Pietro Maffi (12 October 1858 - 17 March 1931) was an Italian Cardinal of the Roman Catholic Church. He served as Archbishop of Pisa from 1903 until his death, and was elevated to the cardinalate in 1907.

He was also a scientist and astronomer.

==Biography==
Born in Corteolona, Pietro Maffi studied at the seminary in Pavia (from where he obtained his doctorate in theology) before being ordained to the priesthood in 1881. He was raised to the rank of Privy Chamberlain of His Holiness that same year, and taught philosophy and sciences at the Pavia seminary, of which he was also rector. Maffi founded the meteorological observatory and the Museum of Natural History of Pavia, as well as serving as editor and director of Rivista di scienze fisiche e matematiche. Maffi was later named Pro-Vicar General of Pavia and pro-synodal examiner, doctor honoris causa of theological college of Parma, and a supernumerary member of its scientific academy.
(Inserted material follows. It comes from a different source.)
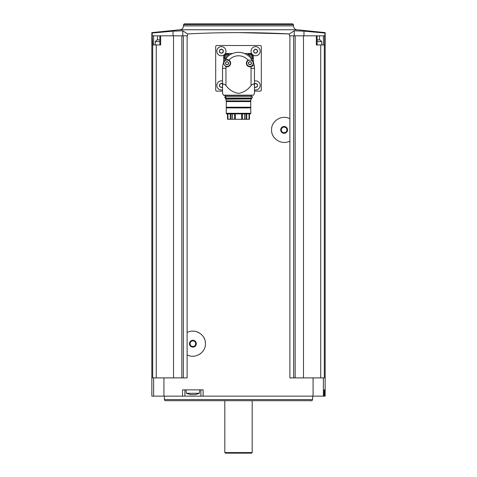 <?xml version="1.0" encoding="UTF-8"?>
<svg xmlns="http://www.w3.org/2000/svg" width="477" height="477" viewBox="0 0 477 477"><rect width="100%" height="100%" fill="white"/><g stroke="black" fill="none" stroke-linecap="round" stroke-linejoin="round"><path stroke-width="0.72" d="M182.763 35.823L182.763 30.808L187.604 33.933C221.513 32.186 255.445 32.186 289.396 33.933L289.396 35.823L289.885 35.823L289.885 118.755C282.044 114.241 271.157 120.866 271.568 129.899C271.18 138.932 282.038 145.545 289.885 141.025L289.885 377.891L313.073 377.891L313.073 396.137L151.841 396.137L151.841 32.621L180.026 29.759L296.974 29.759L325.159 32.609L325.159 396.137L313.073 396.137M187.604 33.933L187.604 35.823L187.115 35.823L187.115 332.552C194.974 328.033 205.837 334.663 205.432 343.69C205.825 352.741 194.944 359.33 187.115 354.822L187.115 377.891L152.694 377.891L152.694 44.945L152.103 33.044L173.032 31.142L182.763 30.808M203.101 396.137L203.101 389.864L182.548 389.864L182.548 396.137M289.885 118.755L289.885 141.025M289.885 35.823L293.659 35.823L293.659 377.891M187.115 354.822L187.115 332.552M152.694 44.945L160.66 44.945L160.66 35.823L187.115 35.823M183.341 35.823L183.341 377.891M160.66 35.823L152.396 35.823M156.253 44.945L156.253 377.891M173.521 35.823L173.521 377.891M303.968 35.823L303.968 31.142L324.897 33.044L324.897 35.823L303.479 35.823L303.479 377.891M293.659 35.823L303.479 35.823M320.747 377.891L320.747 44.945L324.604 44.945L324.604 35.823M324.306 44.945L324.306 377.891L313.073 377.891M324.759 389.864L324.157 389.864L324.157 396.137L324.157 389.864L324.759 389.864L324.759 396.137M288.931 33.915L238.5 32.609M320.747 44.945L316.34 44.945L316.34 35.823M295.156 35.823L295.156 377.891M181.844 35.823L181.844 377.891M289.396 33.933L294.237 30.808L303.968 31.142M183.514 24.649L293.486 24.649L292.687 23.85L184.313 23.85L183.514 24.649L183.514 25.901C183.335 28.077 182.172 29.365 180.026 29.759M164.386 399.559L312.614 399.559L311.958 400.698L165.042 400.698L164.386 399.559L164.386 396.137M224.816 452.578L252.184 452.578L251.612 453.15L225.388 453.15L224.816 452.578L224.816 400.698M184.909 389.864L184.909 396.137M200.871 389.864L200.871 396.137M190.532 394.628L186.346 393.286L186.048 389.864M186.346 393.286L199.434 393.286L199.732 389.864M195.612 394.586L189.971 394.598M173.032 35.823L173.032 31.142M317.122 39.925L318.964 39.925M155.263 44.945L155.263 41.636L156.975 39.925L159.878 39.925M158.883 39.925L156.975 39.925M254.462 91.125L260.162 91.125A1.139 1.139 0 0 0 261.307 89.986L261.307 46.657A1.139 1.139 0 0 0 260.162 45.512L216.838 45.512A1.139 1.139 0 0 0 215.693 46.657L215.693 89.986A1.139 1.139 0 0 0 216.838 91.125L222.538 91.125M232.573 53.496L227.1 53.496A3.422 3.422 0 0 0 223.677 56.918L223.677 62.392M225.222 59.458A3.136 3.136 0 0 1 227.213 53.895A3.136 3.136 0 0 0 225.222 59.458A3.136 3.136 0 0 1 227.213 53.895A3.136 3.136 0 0 1 229.634 55.04A3.136 3.136 0 0 0 227.213 53.895A3.136 3.136 0 0 1 229.634 55.04M254.462 87.494L254.462 93.385L254.462 85.508L253.889 84.053L252.941 84.053L251.045 85.514C247.849 89.855 243.669 92.484 238.518 93.403C233.342 92.496 229.157 89.867 225.955 85.514L224.059 84.053L223.111 84.053L222.538 85.508L222.538 93.385L222.538 87.494M222.538 85.508L222.538 68.318A15.962 15.962 0 0 1 254.175 65.295L250.938 66.691A3.589 3.589 0 0 1 248.052 60.191L248.505 59.953A3.589 3.589 0 0 0 248.052 60.191A12.545 12.545 0 0 0 228.948 60.191A3.589 3.589 0 0 1 226.062 66.691L225.585 66.518M254.462 85.508L254.462 68.318L251.045 68.318L251.045 85.514M225.74 58.725L228.948 60.191A3.589 3.589 0 0 0 228.495 59.953L225.74 58.725M251.045 68.318A12.545 12.545 0 0 0 250.938 66.691A3.589 3.589 0 0 0 251.415 66.518L254.175 65.295A15.962 15.962 0 0 1 254.462 68.318M247.366 55.04A3.136 3.136 0 0 1 249.787 53.895A3.136 3.136 0 0 0 247.366 55.04A3.136 3.136 0 0 1 252.738 55.976A3.136 3.136 0 0 1 251.778 59.458A3.136 3.136 0 0 0 249.787 53.895A3.136 3.136 0 0 1 251.778 59.458M253.323 62.392L253.323 56.918A3.422 3.422 0 0 0 249.9 53.496L244.427 53.496M250.693 58.015A0.596 0.596 0 0 1 250.872 58.045A0.34 0.34 0 0 0 251.206 57.467A0.596 0.596 0 0 1 251.206 56.596A0.34 0.34 0 0 0 250.872 56.018A0.596 0.596 0 0 1 250.121 55.582A0.34 0.34 0 0 0 249.453 55.582A0.596 0.596 0 0 1 248.702 56.018A0.34 0.34 0 0 0 248.666 56.012M226.307 58.015A0.596 0.596 0 0 0 226.128 58.045A0.34 0.34 0 0 1 225.794 57.467A0.596 0.596 0 0 0 225.794 56.596A0.34 0.34 0 0 1 226.128 56.018A0.596 0.596 0 0 0 226.879 55.582A0.34 0.34 0 0 1 227.547 55.582A0.596 0.596 0 0 0 228.298 56.018A0.34 0.34 0 0 1 228.334 56.012M254.462 81.007A4.561 4.561 0 0 1 260.126 85.997A4.561 4.561 0 0 1 254.462 89.837M256.453 83.934A0.835 0.835 0 0 1 256.066 83.409L255.141 83.409L257.115 84.018L257.58 86.027L257.115 86.832L255.141 87.434A0.835 0.835 0 0 0 254.462 86.808M255.606 46.657A4.561 4.561 0 0 1 259.554 53.496A4.561 4.561 0 0 1 251.653 53.496A4.561 4.561 0 0 1 255.606 46.657M254.092 49.811L256.066 49.203L255.141 49.203A0.835 0.835 0 0 1 254.092 49.811L253.627 51.82L254.092 52.625L256.066 53.227L257.58 51.82L257.58 50.61L256.066 49.203A0.835 0.835 0 0 0 257.115 49.811M221.394 46.657A4.561 4.561 0 0 1 225.347 53.496A4.561 4.561 0 0 1 217.446 53.496A4.561 4.561 0 0 1 221.394 46.657M222.908 49.811A0.835 0.835 0 0 1 221.859 49.203L223.373 50.61L222.908 52.625L221.859 53.227L219.885 52.625L219.42 51.82L219.885 49.811L221.859 49.203L220.934 49.203A0.835 0.835 0 0 1 220.541 49.733M222.538 89.837A4.561 4.561 0 0 1 216.874 85.997A4.561 4.561 0 0 1 222.538 81.007M222.538 86.808A0.835 0.835 0 0 0 221.859 87.434L219.885 86.832L219.42 86.027L219.885 84.018L221.859 83.409L220.934 83.409A0.835 0.835 0 0 1 220.541 83.94M254.462 84.041A0.835 0.835 0 0 0 255.141 83.409M256.459 83.94A0.835 0.835 0 0 0 257.115 84.018M257.58 84.817A0.835 0.835 0 0 0 257.58 86.027M257.115 86.832A0.835 0.835 0 0 0 256.465 86.903M256.459 86.909A0.835 0.835 0 0 0 256.066 87.434M219.42 86.027A0.835 0.835 0 0 0 219.682 85.431M219.682 85.425A0.835 0.835 0 0 0 219.42 84.817M219.885 84.018A0.835 0.835 0 0 0 220.535 83.94M221.859 83.409A0.835 0.835 0 0 0 222.246 83.934M220.934 87.434A0.835 0.835 0 0 0 219.885 86.832M219.42 51.82A0.835 0.835 0 0 0 219.42 50.61M219.885 49.811A0.835 0.835 0 0 0 220.535 49.733M223.373 50.61A0.835 0.835 0 0 0 223.373 51.82M222.908 52.625A0.835 0.835 0 0 0 221.859 53.227M220.934 53.227A0.835 0.835 0 0 0 219.885 52.625M253.627 51.82A0.835 0.835 0 0 0 253.627 50.61M257.58 50.61A0.835 0.835 0 0 0 257.58 51.82M257.115 52.625A0.835 0.835 0 0 0 256.465 52.697M256.459 52.703A0.835 0.835 0 0 0 256.066 53.227M255.141 53.227A0.835 0.835 0 0 0 254.092 52.625M249.96 60.042A3.19 3.19 0 0 1 252.727 64.83A3.19 3.19 0 0 1 247.193 64.83A3.19 3.19 0 0 1 249.96 60.042M250.622 62.099A0.638 0.638 0 0 0 251.117 62.153L250.312 61.688L248.797 62.153A0.638 0.638 0 0 0 249.602 61.688L250.312 61.688A0.638 0.638 0 0 0 250.616 62.093M251.117 62.153L251.474 62.767A0.638 0.638 0 0 0 251.474 63.697L251.474 62.767M251.474 63.697L251.117 64.312A0.638 0.638 0 0 0 250.312 64.777L251.117 64.312M250.312 64.777L249.602 64.777A0.638 0.638 0 0 0 248.797 64.312L249.602 64.777M248.797 64.312L248.445 63.697A0.638 0.638 0 0 0 248.445 62.767L248.445 63.697M248.445 62.767L248.797 62.153M227.04 60.042A3.19 3.19 0 0 1 229.807 64.83A3.19 3.19 0 0 1 224.273 64.83A3.19 3.19 0 0 1 227.04 60.042M226.688 61.688L225.883 62.153A0.638 0.638 0 0 0 226.688 61.688L227.398 61.688A0.638 0.638 0 0 0 228.203 62.153L226.688 61.688M228.203 62.153L228.555 62.767A0.638 0.638 0 0 0 228.555 63.697L228.555 62.767M228.555 63.697L228.203 64.312A0.638 0.638 0 0 0 227.398 64.777L228.203 64.312M227.398 64.777L226.688 64.777A0.638 0.638 0 0 0 226.384 64.371M226.378 64.371A0.638 0.638 0 0 0 225.883 64.312L226.688 64.777M225.883 64.312L225.526 63.697A0.638 0.638 0 0 0 225.526 62.767L225.526 63.697M225.526 62.767L225.883 62.153M222.538 93.385L223.516 95.161L253.484 95.161L223.516 95.161M254.462 93.385L253.484 95.161M225.275 95.46L224.011 95.46M225.442 96.086L251.558 96.086L225.615 96.253L225.442 95.627M251.385 96.253L225.985 96.312M225.985 98.077L225.985 97.678C224.13 97.338 224.13 96.998 225.985 96.652L225.985 96.253M225.615 98.077L251.558 98.25L225.615 98.077M226.14 100.885L226.14 99.186L225.442 98.936L225.442 98.25M225.442 98.936L251.558 98.936L251.558 98.25M226.14 99.186L251.558 98.936M226.301 100.927L226.301 101.583L226.086 100.885L250.914 100.885L250.699 101.583L250.699 100.927M250.699 107.212L226.301 107.212L226.301 101.583L250.699 101.583L250.789 113.299L226.211 113.299L226.301 107.909L250.699 107.909M250.789 113.299L250.455 113.872L226.545 113.872L226.211 113.299M249.477 119.286L249.477 113.872L249.477 119.286L241.696 119.286L241.696 113.872M241.696 119.286L227.523 119.286L227.523 113.872L227.523 119.286M226.301 107.212L226.301 107.909M235.304 119.286L235.304 113.872M193.328 331.151A12.545 12.545 0 0 1 199.41 332.97M203.828 337.549A12.545 12.545 0 0 1 204.728 339.541M205.283 341.735A12.545 12.545 0 0 1 205.432 343.69M203.816 349.844A12.545 12.545 0 0 1 202.928 351.209M200.65 353.54A12.545 12.545 0 0 1 199.404 354.405M193.304 356.224A12.545 12.545 0 0 1 192.559 356.224M192.893 340.268A3.422 3.422 0 0 1 195.85 345.396A3.422 3.422 0 0 1 189.929 345.396A3.422 3.422 0 0 1 192.893 340.268M192.893 340.882A2.802 2.802 0 0 1 195.32 345.092A2.802 2.802 0 0 1 190.46 345.092A2.802 2.802 0 0 1 192.893 340.882M273.178 136.046A12.545 12.545 0 0 1 272.993 135.701M271.574 130.281A12.545 12.545 0 0 1 271.568 129.899M273.172 123.752A12.545 12.545 0 0 1 273.351 123.448M284.107 126.471A3.422 3.422 0 0 1 287.071 131.604A3.422 3.422 0 0 1 281.15 131.604A3.422 3.422 0 0 1 284.107 126.471M284.107 127.091A2.802 2.802 0 0 1 286.54 131.294A2.802 2.802 0 0 1 281.68 131.294A2.802 2.802 0 0 1 284.107 127.091M163.927 377.891L163.927 396.137M323.376 377.891L323.376 396.137M153.624 377.891L153.624 396.137M183.514 25.901L293.486 25.901C293.665 28.077 294.828 29.365 296.974 29.759M294.237 35.823L294.237 30.808M319.507 39.925L319.507 35.823M323.382 44.945L323.382 35.823M157.493 39.925L157.493 35.823M153.618 44.945L153.618 35.823M317.122 41.636L321.736 41.636L320.025 39.925M155.263 41.636L159.878 41.636M225.955 85.514L225.955 68.318L222.538 68.318M225.955 68.318A12.545 12.545 0 0 1 226.062 66.691M247.742 55.302A2.677 2.677 0 0 1 252.303 56.113A2.677 2.677 0 0 1 251.516 59.076M225.484 59.076A2.677 2.677 0 0 1 227.213 54.354A2.677 2.677 0 0 1 229.258 55.302M242.37 119.286L242.37 113.872M244.51 119.286L244.51 113.872M232.49 119.286L232.49 113.872M234.63 119.286L234.63 113.872M246.746 119.286L246.746 113.872M249.054 119.286L249.054 113.872M227.946 119.286L227.946 113.872M230.254 119.286L230.254 113.872M245.876 119.286L245.876 113.872M231.124 119.286L231.124 113.872M293.486 25.901L293.486 24.649M312.614 399.559L312.614 396.137M252.184 452.578L252.184 400.698M199.434 393.286L195.254 394.628M317.122 44.945L317.122 35.823M159.878 44.945L159.878 35.823M321.736 44.945L321.736 41.636M251.558 96.086L251.558 95.627M251.015 97.678L251.701 98.023C252.804 97.451 252.804 96.885 251.701 96.312L251.015 96.652M225.299 98.023L251.701 98.023M250.86 100.885L250.86 99.186"/></g></svg>

In 1901, Maffi was made Vicar General of Ravenna and the prefect of its seminary's studies, becoming Apostolic Administrator of the archdiocese on 26 April 1902.

On 9 June 1902 Maffi was appointed Auxiliary Bishop of Ravenna and Titular Bishop of Caesarea in Mauretania by Pope Leo XIII. He received his episcopal consecration on the following 11 June from Cardinal Lucido Parocchi, with Archbishops Felix-Marie de Neckere and Diomede Panici serving as co-consecrators, at the Basilica of Saint Paul Outside the Walls in Rome. Maffi was later advanced to Archbishop of Pisa on 22 June 1903.

In addition to his pastoral duties, he was named director and administrator of the Vatican Observatory on 30 November 1904.

Pope Pius X created him Cardinal Priest of San Crisogono in the consistory of 15 April 1907. Maffi participated in and was a chief candidate in the 1914 papal conclave, which selected Pope Benedict XV.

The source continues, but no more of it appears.